I'm curious at what point you'll get tired of his antics? At what point he'll be outed as such an obvious fake fool, or have done something so egregious that *YOU* will say enough already President Trump*

Do you have a personal line in the sand?


----------



## Plainsman (Jul 30, 2003)

> actually showed up with a pile of folders on the table in front of him. They were blank.


 Can you prove that? If not it's just more hysterical bs.


----------



## Chuck Smith (Feb 22, 2005)

I made a comment in another thread about this....

But... I know the press was "screaming" for access.... HMMMMMM.... why would you give the press access to the documents if the transition isn't completely done??? You wouldn't because there could be sensitive info in them and until the agreement is finalized those are pvt documents. Until those documents get recorded.... that is when they get public.

Now you ask why he would even do this.... HMMMMM.... hasn't the media, other political leaders been screaming that he "cant" be president because of his business dealings?? YES THEY HAVE.

So now when a guy does a symbolic gesture to show the world that it takes mountains of paper work to get this done. They cry let me see the documents. When I am sure it hasn't been finalized yet.

So people ***** if he doesn't say anything about it and then when he does they ***** again.

Got to love some people's mind set.... I am sure they complain if their ice cream is too cold as well.


----------



## dakotashooter2 (Oct 31, 2003)

You mistakenly think that a majority of conservatives are blindly loyal to Trump........We don't operate like conservatives......Obamas followers were blindly loyal As seem to be most Hillary supporters)..... They saw no wrong in anything he did....... Most conservatives know we have to keep a leash on Trump. The bigger problem may be keeping a leash on the conservative congressmen who may think they have free rein.


----------



## Chuck Smith (Feb 22, 2005)

Dak...

You are 100% correct. Look at how Ryan and other congressman are putting out the "flames" on many things that Trump has said and the media is running wild with....

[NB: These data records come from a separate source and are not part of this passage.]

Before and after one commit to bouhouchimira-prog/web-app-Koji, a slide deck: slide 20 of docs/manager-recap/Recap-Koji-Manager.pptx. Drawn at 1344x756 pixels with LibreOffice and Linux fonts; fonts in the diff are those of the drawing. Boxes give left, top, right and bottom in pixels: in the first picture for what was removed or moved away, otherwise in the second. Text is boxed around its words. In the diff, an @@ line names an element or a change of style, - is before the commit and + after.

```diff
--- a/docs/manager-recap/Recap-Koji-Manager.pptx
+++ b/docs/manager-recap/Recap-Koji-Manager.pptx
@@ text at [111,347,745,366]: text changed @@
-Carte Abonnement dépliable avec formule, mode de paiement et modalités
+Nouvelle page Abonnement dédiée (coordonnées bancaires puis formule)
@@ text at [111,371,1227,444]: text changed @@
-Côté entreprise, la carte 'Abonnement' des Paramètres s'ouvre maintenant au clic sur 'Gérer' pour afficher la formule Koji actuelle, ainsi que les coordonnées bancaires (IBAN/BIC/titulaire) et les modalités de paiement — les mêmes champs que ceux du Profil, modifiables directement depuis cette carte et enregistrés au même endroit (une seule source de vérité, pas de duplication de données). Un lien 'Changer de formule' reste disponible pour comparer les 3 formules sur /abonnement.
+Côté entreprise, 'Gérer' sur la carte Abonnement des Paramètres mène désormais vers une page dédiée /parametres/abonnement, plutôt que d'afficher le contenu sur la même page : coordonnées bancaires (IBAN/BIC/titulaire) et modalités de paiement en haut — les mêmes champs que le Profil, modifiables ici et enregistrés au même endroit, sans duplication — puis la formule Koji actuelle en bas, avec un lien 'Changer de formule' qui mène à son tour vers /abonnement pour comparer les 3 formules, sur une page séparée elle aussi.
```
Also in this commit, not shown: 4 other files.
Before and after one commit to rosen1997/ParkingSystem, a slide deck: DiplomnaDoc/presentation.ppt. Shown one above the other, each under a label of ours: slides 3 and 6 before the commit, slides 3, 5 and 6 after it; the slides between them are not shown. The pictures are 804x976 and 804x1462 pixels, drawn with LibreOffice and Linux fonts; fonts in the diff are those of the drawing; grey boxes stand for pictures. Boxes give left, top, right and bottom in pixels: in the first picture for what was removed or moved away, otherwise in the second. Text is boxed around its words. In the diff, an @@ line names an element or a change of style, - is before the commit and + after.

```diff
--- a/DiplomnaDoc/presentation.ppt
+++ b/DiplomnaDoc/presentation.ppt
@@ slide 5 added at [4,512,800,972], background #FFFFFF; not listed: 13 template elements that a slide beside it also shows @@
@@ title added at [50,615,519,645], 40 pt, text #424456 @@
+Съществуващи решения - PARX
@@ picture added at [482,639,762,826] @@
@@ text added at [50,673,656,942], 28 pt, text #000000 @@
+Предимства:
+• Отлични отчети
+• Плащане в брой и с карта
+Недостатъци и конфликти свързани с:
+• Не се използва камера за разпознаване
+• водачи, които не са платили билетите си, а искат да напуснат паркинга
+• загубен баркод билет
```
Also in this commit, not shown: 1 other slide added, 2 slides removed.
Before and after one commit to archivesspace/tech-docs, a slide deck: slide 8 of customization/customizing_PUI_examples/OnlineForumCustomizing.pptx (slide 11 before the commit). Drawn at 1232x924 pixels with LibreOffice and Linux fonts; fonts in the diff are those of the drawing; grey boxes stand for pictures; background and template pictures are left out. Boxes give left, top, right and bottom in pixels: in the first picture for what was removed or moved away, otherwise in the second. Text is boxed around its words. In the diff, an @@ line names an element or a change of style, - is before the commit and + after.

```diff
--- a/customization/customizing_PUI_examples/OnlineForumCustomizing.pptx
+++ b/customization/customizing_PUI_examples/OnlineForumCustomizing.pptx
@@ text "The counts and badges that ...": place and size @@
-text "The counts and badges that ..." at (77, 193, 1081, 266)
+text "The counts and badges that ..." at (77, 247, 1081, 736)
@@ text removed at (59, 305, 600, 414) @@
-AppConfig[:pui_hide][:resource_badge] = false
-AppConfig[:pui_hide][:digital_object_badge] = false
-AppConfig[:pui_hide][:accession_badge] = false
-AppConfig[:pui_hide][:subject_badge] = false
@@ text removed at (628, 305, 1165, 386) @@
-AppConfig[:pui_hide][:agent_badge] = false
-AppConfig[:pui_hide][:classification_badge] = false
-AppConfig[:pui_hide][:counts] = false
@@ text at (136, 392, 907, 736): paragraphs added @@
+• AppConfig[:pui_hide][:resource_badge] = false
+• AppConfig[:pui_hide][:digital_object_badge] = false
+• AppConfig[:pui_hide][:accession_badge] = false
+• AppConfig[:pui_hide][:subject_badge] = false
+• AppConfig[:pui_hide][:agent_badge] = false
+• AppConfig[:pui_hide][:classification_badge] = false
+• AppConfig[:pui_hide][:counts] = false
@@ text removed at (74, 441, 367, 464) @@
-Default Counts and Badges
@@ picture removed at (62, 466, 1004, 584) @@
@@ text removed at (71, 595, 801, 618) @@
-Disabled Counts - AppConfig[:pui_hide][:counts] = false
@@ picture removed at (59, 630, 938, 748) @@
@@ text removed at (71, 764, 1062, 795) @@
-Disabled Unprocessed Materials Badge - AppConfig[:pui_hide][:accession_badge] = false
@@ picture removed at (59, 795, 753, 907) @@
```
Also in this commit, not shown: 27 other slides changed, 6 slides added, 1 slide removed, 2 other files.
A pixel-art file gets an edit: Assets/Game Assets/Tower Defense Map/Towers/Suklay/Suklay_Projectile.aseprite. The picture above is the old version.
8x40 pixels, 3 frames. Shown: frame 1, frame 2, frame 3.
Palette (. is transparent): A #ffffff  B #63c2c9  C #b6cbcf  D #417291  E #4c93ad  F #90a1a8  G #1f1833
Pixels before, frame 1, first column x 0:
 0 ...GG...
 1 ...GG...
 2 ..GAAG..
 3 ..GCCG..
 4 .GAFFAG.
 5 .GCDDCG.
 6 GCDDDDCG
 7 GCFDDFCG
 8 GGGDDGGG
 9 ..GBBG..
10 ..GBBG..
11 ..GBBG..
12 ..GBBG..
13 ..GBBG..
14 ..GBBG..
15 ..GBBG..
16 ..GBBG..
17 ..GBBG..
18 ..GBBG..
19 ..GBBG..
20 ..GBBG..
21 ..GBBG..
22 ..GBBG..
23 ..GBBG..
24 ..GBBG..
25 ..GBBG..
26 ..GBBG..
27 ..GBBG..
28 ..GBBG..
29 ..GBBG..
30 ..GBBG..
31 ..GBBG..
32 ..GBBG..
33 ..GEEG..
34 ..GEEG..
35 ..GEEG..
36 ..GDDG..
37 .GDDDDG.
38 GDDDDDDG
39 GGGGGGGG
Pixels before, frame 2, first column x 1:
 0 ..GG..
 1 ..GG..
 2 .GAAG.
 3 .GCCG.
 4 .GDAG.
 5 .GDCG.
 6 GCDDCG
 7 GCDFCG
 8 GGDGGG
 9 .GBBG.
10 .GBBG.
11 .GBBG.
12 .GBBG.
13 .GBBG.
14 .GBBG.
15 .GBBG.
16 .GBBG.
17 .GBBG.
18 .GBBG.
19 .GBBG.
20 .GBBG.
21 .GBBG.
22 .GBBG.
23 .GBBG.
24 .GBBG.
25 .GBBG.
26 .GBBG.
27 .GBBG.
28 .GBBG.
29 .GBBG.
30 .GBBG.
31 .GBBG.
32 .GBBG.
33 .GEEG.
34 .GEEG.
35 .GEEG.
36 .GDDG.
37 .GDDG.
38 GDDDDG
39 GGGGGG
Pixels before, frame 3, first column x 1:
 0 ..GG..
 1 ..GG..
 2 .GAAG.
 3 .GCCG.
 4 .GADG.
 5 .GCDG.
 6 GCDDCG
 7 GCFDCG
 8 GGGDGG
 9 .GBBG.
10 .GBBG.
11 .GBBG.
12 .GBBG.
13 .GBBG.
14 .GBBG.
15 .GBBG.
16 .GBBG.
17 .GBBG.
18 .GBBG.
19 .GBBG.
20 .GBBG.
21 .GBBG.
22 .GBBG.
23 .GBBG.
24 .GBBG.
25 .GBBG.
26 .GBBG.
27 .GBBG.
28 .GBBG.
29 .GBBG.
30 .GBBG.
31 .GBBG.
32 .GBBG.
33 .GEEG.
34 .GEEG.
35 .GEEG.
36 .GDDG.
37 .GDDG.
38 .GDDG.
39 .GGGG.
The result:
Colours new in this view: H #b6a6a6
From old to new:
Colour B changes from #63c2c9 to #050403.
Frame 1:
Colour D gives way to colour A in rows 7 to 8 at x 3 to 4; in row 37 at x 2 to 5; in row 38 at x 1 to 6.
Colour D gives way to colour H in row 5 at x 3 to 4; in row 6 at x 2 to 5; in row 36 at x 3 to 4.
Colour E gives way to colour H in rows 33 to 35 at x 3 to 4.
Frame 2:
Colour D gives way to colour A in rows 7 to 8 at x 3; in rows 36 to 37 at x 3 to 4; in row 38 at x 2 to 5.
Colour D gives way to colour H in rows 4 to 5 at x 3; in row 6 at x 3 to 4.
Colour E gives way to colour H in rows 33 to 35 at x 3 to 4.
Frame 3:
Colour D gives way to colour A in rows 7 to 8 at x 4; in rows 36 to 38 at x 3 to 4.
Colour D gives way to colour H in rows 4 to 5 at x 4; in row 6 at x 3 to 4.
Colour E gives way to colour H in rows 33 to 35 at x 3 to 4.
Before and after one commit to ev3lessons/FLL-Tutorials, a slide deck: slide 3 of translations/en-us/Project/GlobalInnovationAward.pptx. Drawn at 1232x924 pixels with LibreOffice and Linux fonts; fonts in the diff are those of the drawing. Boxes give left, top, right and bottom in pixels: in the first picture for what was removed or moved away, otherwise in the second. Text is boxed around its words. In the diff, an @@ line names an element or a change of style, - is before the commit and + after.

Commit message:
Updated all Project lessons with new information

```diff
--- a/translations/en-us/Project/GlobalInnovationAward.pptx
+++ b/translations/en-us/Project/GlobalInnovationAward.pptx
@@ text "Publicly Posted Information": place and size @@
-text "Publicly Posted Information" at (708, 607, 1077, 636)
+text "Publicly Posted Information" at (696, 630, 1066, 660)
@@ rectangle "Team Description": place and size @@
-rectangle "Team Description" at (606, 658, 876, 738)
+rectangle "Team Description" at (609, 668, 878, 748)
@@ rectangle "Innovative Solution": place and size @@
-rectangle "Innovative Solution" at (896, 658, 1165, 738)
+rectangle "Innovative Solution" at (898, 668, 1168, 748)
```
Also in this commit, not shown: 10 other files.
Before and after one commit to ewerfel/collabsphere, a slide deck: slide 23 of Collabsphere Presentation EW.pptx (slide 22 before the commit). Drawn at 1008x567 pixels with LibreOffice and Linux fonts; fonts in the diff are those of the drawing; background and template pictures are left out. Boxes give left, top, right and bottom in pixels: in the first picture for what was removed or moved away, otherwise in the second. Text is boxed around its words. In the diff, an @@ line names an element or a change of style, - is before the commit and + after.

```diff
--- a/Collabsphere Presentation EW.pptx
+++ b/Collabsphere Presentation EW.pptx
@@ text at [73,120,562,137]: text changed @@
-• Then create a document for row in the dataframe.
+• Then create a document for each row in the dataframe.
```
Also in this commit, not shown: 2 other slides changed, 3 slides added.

http://www.msn.com/en-us/news/politics/ ... id=DELLDHP

I also agree that the Rep in congress need to govern for all not just conservatives. They need to look out for the good of all not just their party.... which seems all elected officials now a days forget. :bop:


----------



## huntin1 (Nov 14, 2003)

Machiavelli said:


> This is really too easy.
> 
> I can't wait for the day I see a GOP voter call him out on his sh3t. Will it be one of you on here? Time will tell. I think many here don't want to risk the wrath of other Nodak members to stick your neck out calling him a shill.
> 
> ...


That's some pretty damning evidence right there. :rollin:

They had papers with no sticky notes and, and, they wouldn't let us see the papers, they must have been blank, yeah, that's it, they were blank.

Really?

Your bias is showing.

What a joke.


----------



## Plainsman (Jul 30, 2003)

> That's some pretty damning evidence right there. :rollin:
> 
> They had papers with no sticky notes and, and, they wouldn't let us see the papers, they must have been blank, yeah, that's it, they were blank.
> 
> ...


Hunt1 I think we can add a third radical to our list of radical liberals. I can't name them all because one came back five or six times under different names. I don't think if I live to a hundred I will forget the phone call I got one night where the one told me he was a genius and made six figures so I should listen to him. Wow. Self worship if I have ever seen it. I think that's how they get from a ferry tale turning to reality in their mind. Sort of like how Johnny Carson would hold up an envelope and tell you what it said inside. Now we have manila envelopes laying on a table and the mind reading liberals know they are blank without looking. I'm impressed, but not in a good way.


----------